Una marea de jóvenes peronistas que anoche colmaron estadio Luna Park y otros 2.000 que se quedaron afuera, acompañaron anoche al ex presidente y titular del PJ, Néstor Kirchner en su reaparición pública después de la afección coronaria que motivó una intervención quirúrgica el sábado pasado.
Aunque fue sólo un protagonista de lujo, el diputado nacional recibió el permanente respaldo de la "popu" con pancartas y cánticos permanentes.
Con Kirchner como protagonista de lujo y no como protagonista excluyente de la noche, como en principio estaba pensado, fue Cristina la principal oradora del acto y aprovechó el pase para hacer una fuerte defensa de su gestión y renovar sus críticas a la oposición.
La Presidenta criticó con dureza a los opositores al asegurar que la "corren con pavadas" y que ello "es porque no tienen argumentos políticos valederos para discutir".
Cristina defendió medidas tales como la ley de medios, asignación universal por hijo y la política sobre derechos humanos, entre otras, y cuestionó a la oposición al afirmar que "atrasa cuarenta o cincuenta años" en sus propuestas. "Como no tienen argumentos políticos te corren con pavadas. No nos critican por las equivocaciones, sino que nos critican por los aciertos y las buenas políticas", enfatizó Cristina Fernández. Preguntó: "¿En qué otro momento de la historia del país alguien ha visto insultar con tanta elegancia y soltura a quien ejerce la primera magistratura?", luego de haber asegurado que en el país "hay libertad para decir lo que se les da las ganas". Recordó también al gobierno de la Alianza UCR-Frepaso al señalar que "congelaron y descontaron jubilaciones" y se dirigió a sectores de clase media al destacar: "Les quiero hablar a la clase media tan volátil, como yo universitaria, que no entiende, que cree que separándose de los morochos laburantes le va a ir mejor". "Vivimos en un país donde nadie tiene miedo de decir lo que piensa. Cómo ha crecido esta democracia que pasamos de repartir zapatillas a computadoras. No nos critican por las equivocaciones, nos critican por las políticas y por los aciertos, por la igualdad, la equidad, la justicia social", señaló Cristina Fernández.
Minutos después de las 19.30, Cristina Fernández y el diputado Kirchner arribaron al Luna Park que estaba repleto de agrupaciones de jóvenes oficialistas.

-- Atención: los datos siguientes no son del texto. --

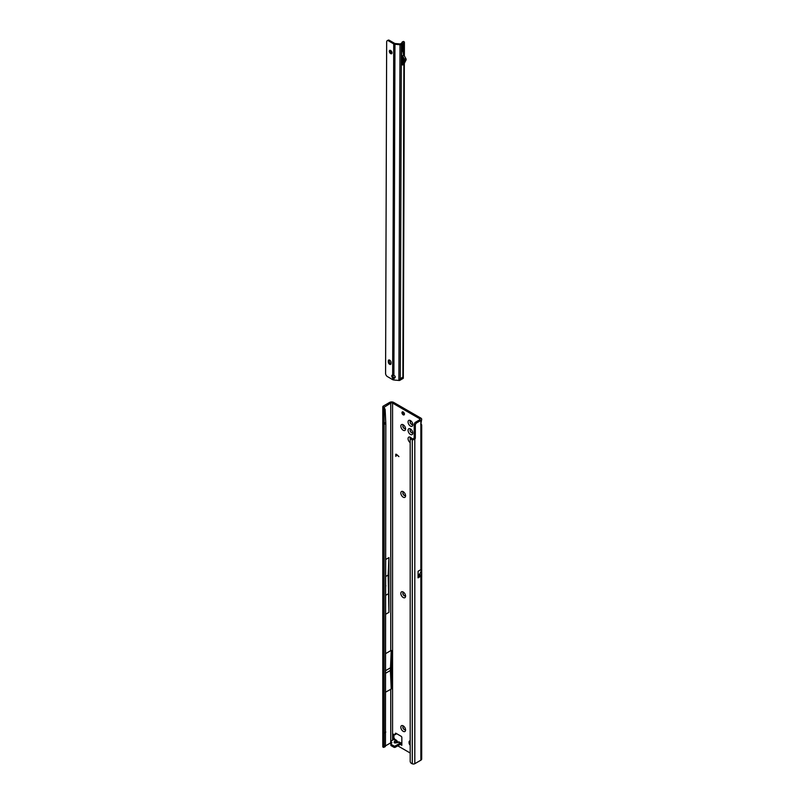 <?xml version="1.0" encoding="UTF-8"?>
<svg xmlns="http://www.w3.org/2000/svg" width="804" height="804" viewBox="0 0 804 804"><rect width="100%" height="100%" fill="white"/><g stroke="black" fill="none" stroke-linecap="round" stroke-linejoin="round"><path stroke-width="1.21" d="M398.332 742.052A1.668 0.513 76.8 0 1 398.432 741.991A1.668 0.513 76.8 0 1 398.804 742.253L400.08 742.986L399.397 742.072A1.668 1.276 -92.2 0 0 398.834 741.931L398.834 741.931A1.668 1.276 -92.2 0 0 398.523 741.991M394.875 739.338L396.322 740.162L395.367 740.263L394.372 741.68A1.668 1.256 -144.9 0 1 395.558 742.444L394.885 742.655L395.88 742.635A1.668 0.513 76.8 0 1 395.98 742.564L398.834 741.931L401.196 742.976M403.196 731.328A3.357 1.94 60 0 1 400.824 727.208A3.357 1.94 60 0 1 403.196 725.841L403.196 725.841A3.357 1.94 60 0 1 405.578 729.952A3.357 1.94 60 0 1 403.196 731.328M403.779 726.253A1.92 1.105 -120 0 0 403.256 726.334A1.92 1.105 -120 0 0 402.965 727.871A1.92 1.105 -120 0 0 404.221 729.56A1.92 1.105 -120 0 0 405.176 729.66A1.92 1.105 -120 0 0 405.507 729.238M403.196 597.513A3.357 1.94 60 0 1 400.824 593.402A3.357 1.94 60 0 1 403.196 592.025L403.196 592.025A3.357 1.94 60 0 1 405.578 596.146A3.357 1.94 60 0 1 403.196 597.513M403.779 592.447A1.92 1.105 -120 0 0 403.256 592.518A1.92 1.105 -120 0 0 402.965 594.066A1.92 1.105 -120 0 0 404.221 595.754A1.92 1.105 -120 0 0 405.176 595.844A1.92 1.105 -120 0 0 405.507 595.432M403.196 497.163A3.357 1.94 60 0 1 400.824 493.043A3.357 1.94 60 0 1 403.196 491.676L403.196 491.676A3.357 1.94 60 0 1 405.578 495.787A3.357 1.94 60 0 1 403.196 497.163M403.779 492.088A1.92 1.105 -120 0 0 403.256 492.169A1.92 1.105 -120 0 0 402.965 493.706A1.92 1.105 -120 0 0 404.221 495.395A1.92 1.105 -120 0 0 405.176 495.495A1.92 1.105 -120 0 0 405.507 495.073M403.196 430.251A3.357 1.94 60 0 1 400.824 426.14A3.357 1.94 60 0 1 403.196 424.763L403.196 424.763A3.357 1.94 60 0 1 405.578 428.884A3.357 1.94 60 0 1 403.196 430.251M403.779 425.185A1.92 1.105 -120 0 0 403.256 425.256A1.92 1.105 -120 0 0 402.965 426.803A1.92 1.105 -120 0 0 404.221 428.492A1.92 1.105 -120 0 0 405.176 428.582A1.92 1.105 -120 0 0 405.507 428.17M410.442 434.441A3.357 1.94 60 0 1 408.06 430.321A3.357 1.94 60 0 1 410.442 428.944L410.442 428.944A3.357 1.94 60 0 1 412.814 433.065A3.357 1.94 60 0 1 410.442 434.441M411.025 429.366A1.92 1.105 -120 0 0 410.502 429.436A1.92 1.105 -120 0 0 410.201 430.984A1.92 1.105 -120 0 0 411.457 432.673A1.92 1.105 -120 0 0 412.422 432.763A1.92 1.105 -120 0 0 412.743 432.351M410.442 426.07A3.357 1.94 60 0 1 408.06 421.959A3.357 1.94 60 0 1 410.442 420.582L410.442 420.582A3.357 1.94 60 0 1 412.814 424.703A3.357 1.94 60 0 1 410.442 426.07M411.025 421.005A1.92 1.105 -120 0 0 410.502 421.075A1.92 1.105 -120 0 0 410.201 422.613A1.92 1.105 -120 0 0 411.457 424.311A1.92 1.105 -120 0 0 412.422 424.401A1.92 1.105 -120 0 0 412.743 423.989M410.191 442.642A3.357 1.94 60 0 1 408.07 438.542A3.357 1.94 60 0 1 410.442 437.316L410.442 437.316A3.357 1.94 60 0 1 411.839 438.642M411.025 437.728A1.92 1.105 -120 0 0 410.502 437.808A1.92 1.105 -120 0 0 410.352 439.748M385.83 586.086L385.83 585.573M403.196 411.99A1.729 0.995 -120 0 0 402.332 411.899A1.729 0.995 -120 0 0 402.07 413.286A1.729 0.995 -120 0 0 403.196 414.814A1.729 0.995 -120 0 0 404.06 414.894A1.729 0.995 -120 0 0 404.332 413.507A1.729 0.995 -120 0 0 403.196 411.99M403.116 411.939A1.729 0.995 -120 0 0 404.332 414.16A1.729 0.995 -120 0 0 404.422 414.201M403.317 726.303A1.92 1.105 -120 0 0 403.095 727.861A1.92 1.105 -120 0 0 404.332 729.499A1.92 1.105 -120 0 0 405.236 729.62M403.317 592.488A1.92 1.105 -120 0 0 403.095 594.045A1.92 1.105 -120 0 0 404.332 595.684A1.92 1.105 -120 0 0 405.236 595.814M403.317 492.138A1.92 1.105 -120 0 0 403.095 493.686A1.92 1.105 -120 0 0 404.332 495.334A1.92 1.105 -120 0 0 405.236 495.455M410.563 437.778A1.92 1.105 -120 0 0 410.442 439.627M410.563 429.416A1.92 1.105 -120 0 0 410.331 430.964A1.92 1.105 -120 0 0 411.578 432.612A1.92 1.105 -120 0 0 412.472 432.733M403.317 425.226A1.92 1.105 -120 0 0 403.095 426.783A1.92 1.105 -120 0 0 404.332 428.421A1.92 1.105 -120 0 0 405.236 428.552M410.563 421.045A1.92 1.105 -120 0 0 410.331 422.602A1.92 1.105 -120 0 0 411.578 424.241A1.92 1.105 -120 0 0 412.472 424.371M413.668 438.642L411.718 439.486A1.92 1.256 -127.5 0 0 410.553 439.527A1.92 1.256 -127.5 0 0 410.191 440.381L410.191 761.318A1.92 1.256 -127.5 0 0 411.718 763.549L412.291 763.8A1.92 1.105 0 0 0 414.804 763.699L420.854 760.202A2.884 1.658 0 0 0 421.698 759.026L421.698 425.014L420.854 425.205A1.92 1.105 -60 0 1 420.854 424.07L421.698 419.276A2.884 1.658 180 0 1 420.854 420.452L416.683 422.864A1.92 1.105 120 0 0 415.326 425.215L415.326 437.758A1.92 1.105 -60 0 1 414.804 439.296L413.668 438.642A1.92 1.105 -60 0 0 414.201 437.105L414.201 424.562A1.92 1.105 120 0 1 415.557 422.211L419.718 419.799A1.276 0.744 180 0 0 420.1 419.276A1.276 0.744 180 0 0 419.718 418.753L392.563 403.075A1.276 0.744 180 0 0 390.754 403.075L390.754 650.647L385.83 653.491M410.191 741.007A1.92 1.105 -120 0 0 409.477 741.037A1.92 1.105 -120 0 0 409.085 741.911L409.085 742.956A1.92 1.105 -120 0 0 410.191 745.137M397.769 745.831L410.191 753.006M392.784 740.082L392.784 738.394L393.92 737.489L393.92 738.183L393.92 734.464M401.839 745.308L400.261 744.393L401.839 745.308L401.839 737.469A0.965 0.553 -120 0 0 401.166 736.293L395.98 733.298A0.965 0.553 -120 0 0 395.327 733.499L395.045 734.534A0.965 0.553 60 0 1 394.392 734.735L393.468 734.203A0.965 0.553 -120 0 0 392.784 734.595L393.407 739.73M396.442 454.451L395.9 456.431L395.91 454.139L398.895 456.632L396.07 454.32M396.663 742.404L395.558 742.444L396.553 741.027A1.668 1.256 35.1 0 0 395.367 740.263L393.92 739.348L390.975 741.127A0.965 0.553 -0 0 0 390.975 741.911L391.588 742.263A0.965 0.553 180 0 1 391.739 742.936L390.985 743.69A0.965 0.553 -0 0 0 391.136 744.353L393.92 745.961A0.965 0.553 -0 0 0 395.277 745.961L400.251 743.087L401.618 743.871M390.985 744.996A0.965 0.553 -0 0 0 391.136 745.66L393.92 747.268A0.965 0.553 -0 0 0 395.277 747.268L400.261 744.393L400.161 743.137M390.694 741.519L390.694 742.826A0.965 0.553 -0 0 0 390.975 743.218L391.277 743.388M420.854 423.457C421.919 425.085 421.919 425.668 420.854 425.205L420.854 569.654L421.587 569.765L421.587 575.483A2.884 1.658 180 0 1 420.854 576.217L420.854 760.202M418.04 575.795L419.919 574.669A1.276 0.744 180 0 1 420.1 575.041A1.276 0.744 180 0 1 419.718 575.563L418.04 576.538M418.1 575.714L418.1 571.242L418.04 577.845L420.854 576.217M418.1 571.242L420.854 569.654M390.754 741.338L390.754 689.169A1.276 0.744 180 0 1 391.357 688.978L385.83 692.013M390.754 650.647A1.276 0.744 0 0 1 391.357 650.456L391.357 688.978M390.694 742.856L385.448 745.891L385.83 423.688L385.136 409.417L383.94 407.166L382.925 407.256A1.92 1.105 180 0 1 382.784 406.834A1.92 1.105 180 0 1 383.347 406.05L389.618 402.422A2.884 1.658 180 0 1 393.689 402.422L420.854 418.1A2.884 1.658 180 0 1 421.698 419.276M390.754 403.075L384.061 407.296M385.83 576.418L388.141 575.081L388.955 612.326L388.955 557.604L385.83 559.403M388.955 612.326L385.83 614.125M396.292 733.479L396.181 733.881A0.965 0.553 60 0 1 395.699 734.163M384.171 409.829A1.92 0.945 -113.5 0 0 383.166 407.507L383.166 747.238A1.92 0.945 -113.5 0 0 383.779 747.328A1.92 0.945 -113.5 0 0 384.171 746.444L384.171 409.829L385.136 409.417M384.171 423.045L385.448 422.482M384.553 424.241L385.83 423.688M384.553 732.635L385.83 732.072M384.171 733.238L385.448 732.685M383.779 747.328L385.056 746.765A1.92 0.945 -113.5 0 0 385.448 745.891L384.171 746.444M388.141 593.905L385.83 595.231M383.96 407.005L382.925 407.256M382.784 406.834L382.784 746.584A1.92 1.105 0 0 0 382.925 747.006L383.166 747.238M382.784 606.779L382.784 566.89M388.141 575.081L388.955 557.604M413.326 439.014L412.703 439.868A1.92 1.105 180 0 1 412.291 439.728L412.291 763.8M414.804 763.699L414.804 439.296L412.703 439.868M411.718 439.486L412.683 438.743A1.92 1.256 -127.5 0 0 411.517 438.793L410.553 439.527M412.683 438.743L413.256 438.994M391.216 688.897L390.402 670.476L391.216 650.476M390.402 670.476L385.83 673.119M390.402 667.863L385.83 670.506M382.784 684.656L382.784 660.978M419.919 574.669L421.587 575.483M420.04 573.805L418.1 574.88L420.04 573.805L420.04 574.589M421.587 569.765L420.05 573.754M393.92 739.429L393.92 738.183L392.854 738.645M401.749 743.78L400.01 744.534M401.839 743.087L400.392 743.087L400.523 744.283M397.729 742.152L397.096 740.986L397.387 742.233M395.266 742.675L395.98 742.564A1.668 0.513 76.8 0 1 396.352 742.826L398.804 742.253L400.08 742.986M395.819 456.23L395.729 454.521M398.895 456.491L396.533 454.401M389.649 364.302A1.92 1.105 -120 0 0 390.613 364.393A1.92 1.105 -120 0 0 391.015 363.529L391.015 362.483A1.92 1.105 -120 0 0 390.181 360.544A1.92 1.105 -120 0 0 388.704 360.031A1.92 1.105 -120 0 0 388.302 360.906L388.302 361.941A1.92 1.105 -120 0 0 389.649 364.302M389.267 359.961A1.92 1.105 -120 0 0 389.206 360.383L389.206 361.418A1.92 1.105 -120 0 0 390.553 363.78A1.92 1.105 -120 0 0 390.955 363.941M390.664 50.491A1.92 1.105 -120 0 0 389.699 50.391A1.92 1.105 -120 0 0 389.407 51.928A1.92 1.105 -120 0 0 390.654 53.617A1.92 1.105 -120 0 0 391.618 53.717A1.92 1.105 -120 0 0 391.92 52.18A1.92 1.105 -120 0 0 390.664 50.491M390.272 50.32A1.92 1.105 -120 0 0 391.568 53.094A1.92 1.105 -120 0 0 391.96 53.255M392.714 375.146A1.759 1.015 -120 0 0 392.905 376.433L393.498 377.377L392.643 377.87A1.759 1.015 -120 0 1 392.141 375.187A1.759 1.015 -120 0 1 392.653 375.126L393.89 375.468A1.759 1.417 15.3 0 1 393.88 378.262L395.086 377.056A1.759 1.417 -164.7 0 0 395.206 376.905M402.955 58.129L402.945 61.596M404.342 63.194L403.327 378.061A1.598 0.925 -179.8 0 1 403.246 378.352L399.648 380.433A1.598 0.925 -179.8 0 1 398.884 380.463L393.87 379.99A2.241 1.296 -179.8 0 1 392.633 379.629L387.397 376.573A2.563 1.477 60 0 1 385.588 373.438L386.664 41.888A2.563 1.477 60 0 1 387.196 40.723L388.101 40.2A2.563 1.477 60 0 1 389.387 40.331L394.633 43.376A0.965 0.553 0.2 0 0 395.156 43.537L400.452 43.959L402.854 42.059A1.276 0.633 -113.5 0 0 402.342 41.929A1.276 0.633 -113.5 0 0 402.111 42.26L401.899 43.125M403.106 45.356L403.015 45.396A1.92 1.105 -120 0 0 403.106 45.356A1.92 1.105 -120 0 0 403.497 44.481L403.467 55.255A10.723 6.191 -120 0 0 402.573 50.592L402.593 45.647M403.246 378.352L402.864 377.146L400.271 378.644L399.648 380.433M398.884 380.463L399.98 44.743A1.598 0.925 0.2 0 0 401.357 44.481L403.94 42.994A1.598 0.925 0.2 0 0 404.412 42.341A1.598 0.925 0.2 0 0 404.09 41.778L403.879 41.617A1.276 0.633 -113.5 0 0 403.367 41.486L402.342 41.929M403.497 44.481L401.648 45.547L401.608 56.33L403.467 55.255M402.513 57.355L402.513 55.838L404.442 59.225A1.598 0.925 -120 0 1 404.663 60.833L402.482 65.023L402.492 62.441L403.839 59.918L402.513 57.355L402.492 62.441M392.633 379.629L392.643 377.87L393.88 378.262L393.87 379.99M393.498 377.377L394.06 377.568M401.839 46.079L401.829 48.843M399.98 44.743L394.955 44.27A2.241 1.296 0.2 0 1 393.729 43.898L388.483 40.853A2.563 1.477 60 0 0 387.196 40.723M402.482 65.023L403.839 64.24L406.02 60.049A1.598 0.925 -120 0 0 405.799 58.441L403.869 55.054L402.513 55.838M402.573 50.592A10.723 6.191 -120 0 0 401.638 48.461M419.718 418.753L419.718 419.799M392.563 740.213L392.563 403.075M419.718 574.78L419.718 575.563M420.854 420.452L420.854 424.07M410.191 741.278L409.085 741.911M410.191 742.323L409.085 742.956M393.468 734.203L392.784 734.595M396.181 733.881L395.045 734.534M415.326 437.758L414.201 437.105M415.326 425.215L414.201 424.562M416.683 422.864L415.557 422.211M395.277 745.961L395.277 747.268M393.92 745.961L393.92 747.268M391.136 744.353L391.136 745.66M391.588 742.263L391.588 743.087M390.975 741.911L390.975 743.218M394.372 741.68C393.769 742.795 394.432 743.177 396.352 742.826M402.864 377.146L403.869 64.079M402.543 55.928L403.899 55.144L403.94 42.994M401.357 44.481L400.271 378.644M393.89 375.468L394.955 44.27M389.206 361.418L388.302 361.941M389.206 360.383L388.302 360.906M389.387 40.331L388.483 40.853M392.653 375.126L393.729 43.898M402.854 42.059L403.879 41.617M404.663 60.833L406.02 60.049M402.533 64.833L403.889 64.049M404.442 59.225L405.799 58.441M396 734.132L394.875 734.786M390.855 743.961L390.855 745.268M393.92 737.861L394.915 739.358M397.096 740.986L396.322 740.162M404.412 42.341L404.372 55.948"/></g></svg>

Numerosas banderas en apoyo al matrimonio presidencial y con las insignias de La Cámpora que conduce Máximo Kirchner, Unidad Popular, Juventud Peronistas de Descamisados, el Movimiento del Bicentenario, JP Evita, entre otras. A sólo dos días de haber sido operado, Kirchner casi no habló y apenas aplaudió el discurso de su esposa en los momentos cuando la mandataria criticó a los multimedios, la oposición y cuando se refirió a los logros de la gestión, la dictadura militar y los desaparecidos, y al final el diputado tiró besos a quienes los saludaron.
El ex presidente recibió el domingo a la noche el alta médica, luego de evolucionar "satisfactoriamente" de la angioplastia coronaria que se le practicó en el Sanatorio de Los Arcos del barrio de Palermo.
Los organizadores del evento colocaron un ventilador detrás de la silla donde estaba Kirchner sentado para evitar una descompensación, mientras que el automóvil que trasladaba a la Presidenta y a su esposo era seguido por una ambulancia. Visiblemente débil por la intervención, los jóvenes militantes se encargaron de manifestarle al secretario de la Unasur su afecto a través de cánticos y pancartas. Tanto la Presidenta como su esposo se ubicaron en el escenario junto a José Ottavis, el legislador porteño Juan Cabandié y Andrés Larroque.